Despite a winemaking legacy that originated in Constantia in
the late 1600s, what we consider now as the beginning of the modern era began
in 1994 at the end of apartheid and the country’s re-emergence at an
international level. Well-established wine estates
such as Kanonkop, Meerlust, Vergelegen, Rustenberg, Boschendal, Hamilton
Russell, Klein Constantia, Rust en Vrede and others were reinvigorated and set
the tone for the new, outward looking wine industry, building more established,
consistent brands that became reasonably successful.
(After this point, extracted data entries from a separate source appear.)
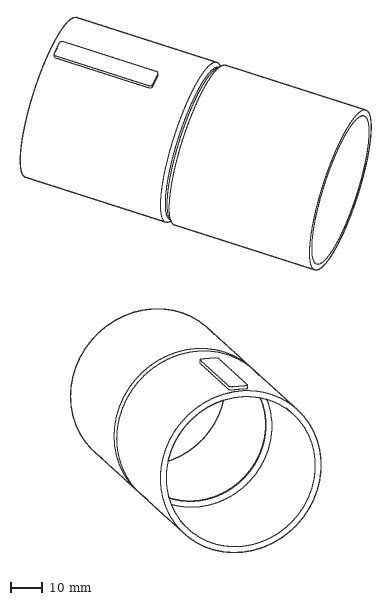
import cadquery as cq

length = 100.0
outer_radius = 54.0 / 2
bore_radius = 50.0 / 2

groove_floor_radius = 51.6 / 2
groove_width = 3.0
groove_depth = outer_radius - groove_floor_radius
groove_floor_width = groove_width - 2 * groove_depth

stop_radius = 47.0 / 2
stop_height = bore_radius - stop_radius
stop_crest_width = groove_floor_width
stop_base_width = stop_crest_width + 2 * stop_height

plate_length = 34.0
plate_width = 6.2
plate_corner_radius = 1.0
plate_rise = 1.0
plate_end_gap = 2.0
plate_embed = 1.0


def sleeve():
    """Revolved wall: plain bore with a stop ridge at mid-length, grooved outside."""
    half_length = length / 2
    profile = (
        cq.Workplane("XY")
        .moveTo(-half_length, bore_radius)
        .lineTo(-half_length, outer_radius)
        .lineTo(-groove_width / 2, outer_radius)
        .lineTo(-groove_floor_width / 2, groove_floor_radius)
        .lineTo(groove_floor_width / 2, groove_floor_radius)
        .lineTo(groove_width / 2, outer_radius)
        .lineTo(half_length, outer_radius)
        .lineTo(half_length, bore_radius)
        .lineTo(stop_base_width / 2, bore_radius)
        .lineTo(stop_crest_width / 2, stop_radius)
        .lineTo(-stop_crest_width / 2, stop_radius)
        .lineTo(-stop_base_width / 2, bore_radius)
        .close()
    )
    return profile.revolve(360, (0, 0, 0), (1, 0, 0))


def label_plate():
    """Flat-topped plate with rounded corners, sunk into the wall so that it joins fully."""
    plate_centre_x = -length / 2 + plate_end_gap + plate_length / 2
    return (
        cq.Workplane("XY", origin=(plate_centre_x, 0, outer_radius - plate_embed))
        .rect(plate_length, plate_width)
        .extrude(plate_embed + plate_rise)
        .edges("|Z")
        .fillet(plate_corner_radius)
    )


result = sleeve().union(label_plate())
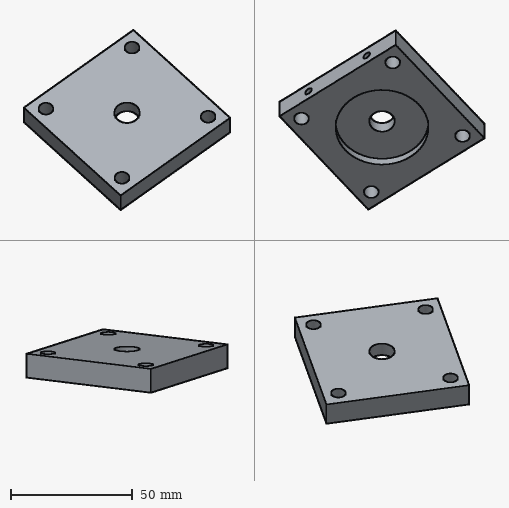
import cadquery as cq
import math

side = 60.0
thickness = 10.0

bore_diameter = 10.4
corner_hole_diameter = 6.0
corner_hole_spacing = 47.15

recess_diameter = 38.1
bore_length = 6.0
recess_depth = thickness - bore_length

edge_hole_diameter = 3.3
edge_hole_spacing = side / 2
edge_hole_depth = 10.0
drill_point_angle = 118.0


def drilled_hole(y):
    """Cutter for one blind hole along +X, ending in a conical drill point."""
    radius = edge_hole_diameter / 2
    point_length = radius / math.tan(math.radians(drill_point_angle / 2))
    profile = (
        cq.Workplane("XY")
        .moveTo(0, 0)
        .lineTo(0, radius)
        .lineTo(edge_hole_depth, radius)
        .lineTo(edge_hole_depth + point_length, 0)
        .close()
    )
    cutter = profile.revolve(360, (0, 0, 0), (1, 0, 0))
    return cutter.translate((-side / 2, y, 0))


plate = cq.Workplane("XY").box(side, side, thickness)
plate = plate.faces("<Z").workplane().cboreHole(bore_diameter, recess_diameter, recess_depth)
plate = (
    plate.faces(">Z")
    .workplane()
    .rect(corner_hole_spacing, corner_hole_spacing, forConstruction=True)
    .vertices()
    .hole(corner_hole_diameter)
)

for y in (-edge_hole_spacing / 2, edge_hole_spacing / 2):
    plate = plate.cut(drilled_hole(y))

result = plate

Unfortunately, that did
little to stem the tide of the newly tradeable, poor-quality bulk wine from
virus-ridden vineyards that was still to mark South Africa’s card for at least
the next decade. The political and economic
freedoms in the new South Africa would not herald the rebirth of a truly great
wine industry for a few years yet. For in the post-apartheid decade, it’s fair
to say that priorities, naturally, laid more in building improved legal and
political infrastructures, curbing entrenched racial and economic inequality,
and refining the country’s reputation on the world stage; issues that endure to
this day and that no other serious wine producing country needs to face up to
in quite the same way.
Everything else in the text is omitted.